Riding a bicycle can offer basic transportation, fun and fitness. Whether you are an avid rider, thinking about dusting off your bike or just getting started, there are lots of great reasons to ride.

A Few Include:

  • Getting some exercise.
  • Breathing the fresh air.
  • See your environment at a slower pace.
  • Sense of freedom, adventure and joy.

If you are getting on a bike for the first time in a long while, getting started is simpler than it seems. The basic necessities for cycling are just you, a bike and a helmet. Biking is a great way to burn calories, reduce stress and enjoy the outdoors.

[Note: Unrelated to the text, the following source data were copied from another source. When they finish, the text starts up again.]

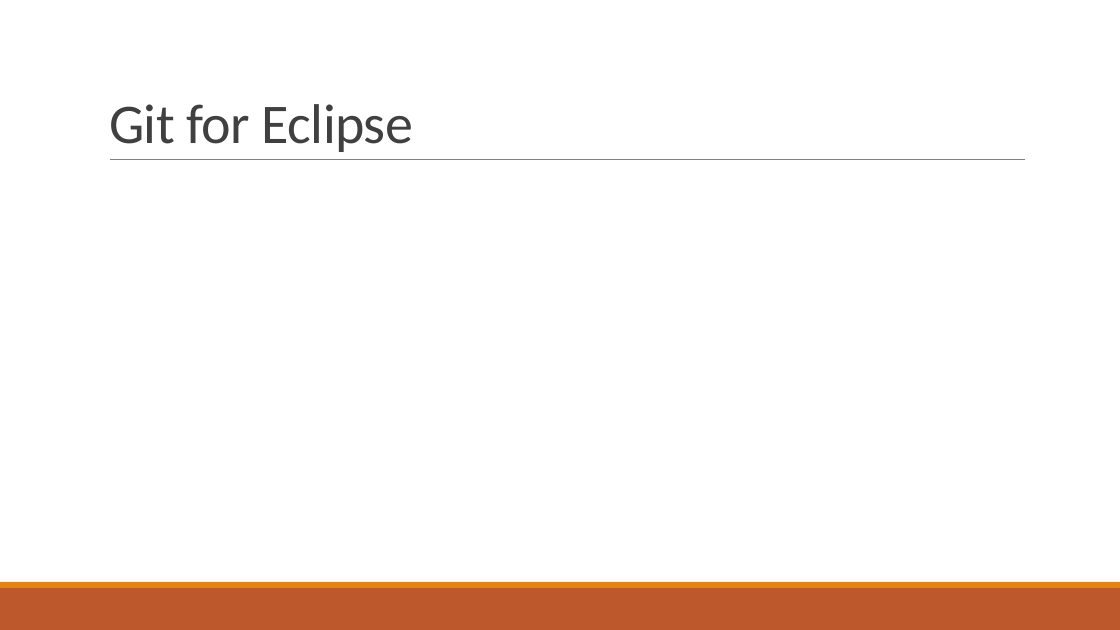
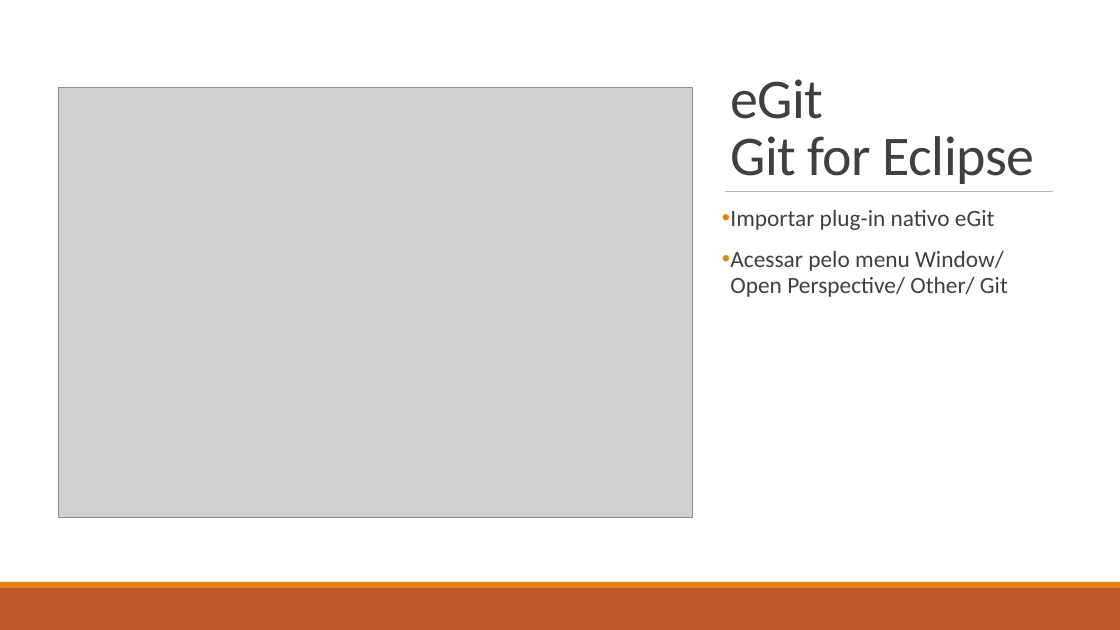
Before and after one commit to ekson73/Docs, a slide deck: slide 81 of Projeto VEK - GIT 4 VEK.pptx (slide 82 before the commit). Drawn at 1120x630 pixels with LibreOffice and Linux fonts; fonts in the diff are those of the drawing; grey boxes stand for pictures. Boxes give left, top, right and bottom in pixels: in the first picture for what was removed or moved away, otherwise in the second. Text is boxed around its words. In the diff, an @@ line names an element or a change of style, - is before the commit and + after.

```diff
--- a/Projeto VEK - GIT 4 VEK.pptx
+++ b/Projeto VEK - GIT 4 VEK.pptx
@@ rectangle added at (0, 0, 1120, 630), fill #FFFFFF @@
@@ rectangle added at (0, 0, 1120, 582), fill #FFFFFF @@
@@ picture added at (58, 88, 693, 518) @@
@@ title at (730, 79, 1034, 184): text changed @@
-Git for Eclipse
+eGit
+Git for Eclipse
@@ line removed from (110, 160) to (1026, 160) @@
@@ line added from (725, 192) to (1053, 192), #808080 0.5 pt @@
@@ text added at (730, 210, 1008, 297), 20 pt, text #404040 @@
+• Importar plug-in nativo eGit
+• Acessar pelo menu Window/ Open Perspective/ Other/ Git
```
Also in this commit, not shown: 9 other slides changed, 12 slides added, 5 slides removed, 1 other file.

A few ways to keep your rides safe and enjoyable are:

  • Be realistic and start small. Your body will need to adjust to a totally new activity. Aim to ride a certain number of days per week to stick with it.
  • Stay safe and wear a helmet. When riding alone, always carry a form of identification, cash and your phone in case of an emergency.
  • Follow traffic laws. This includes coming to a complete stop at all stop signs and red lights.
  • Never wear headphones or earbuds while riding outdoors. If you need tunes for motivation opt for a small blue tooth speaker.
  • Bring water. An effective cycling workout will make you thirsty.

Drink Water Today

Water is the source of life. A person can survive without water for only about 3 days! The body is unable to function correctly without water. The effects of dehydration come on quickly, especially in extremely hot conditions when a person sweats.

Water intake is so critical to health, yet drinking water and staying hydrated is the simplest behavior you can accomplish daily. Eight glasses a day is the standard recommendation, but can differ based on the person and environmental factors. Generally, your thirst will guide you when it comes to how much water you should drink.

Eating foods that contain a high amount of water also helps hydration. Food alone isn’t likely to provide an adequate amount of water to sustain you, but it can help.

Fruits and vegetables with the highest amount of water include:

  • cantaloupe
  • strawberries
  • watermelon
  • lettuce
  • cabbage
  • celery
When you are thirsty. Drink water. When you are hungry. Drink water. When you are hot. Drink water. If you are tired. Drink water. Drink water.

Recipe of the Month

baked salmon

Easy Baked Salmon Foil Packets

1 medium potato, sliced into very thin rounds
4 Tbsp. olive oil, divided
Salt and pepper
2 salmon filets, about 6 ounces each
1 orange halved
1 lemon, halved

Preheat oven to 400°F. Take two 12" long sheets of foil and add half the potato slices to each in the center. Drizzle the potatoes with 1 tablespoon of oil, season with salt and pepper. Top each pile of potatoes with 1 salmon fillet. Evenly drizzle each salmon filet with 1 tablespoon of oil. Squeeze half the orange and lemon over each filet. Seal the foil packets making sure to tightly crimp the seams so the juice doesn’t leak. Place on backing sheet and bake for 25-30 minutes

Back in Balance

Balance is a meaningful goal to set. When life is busy, or when focused on a special project or issue, it’s easy to find yourself not paying enough attention to other important areas of your life.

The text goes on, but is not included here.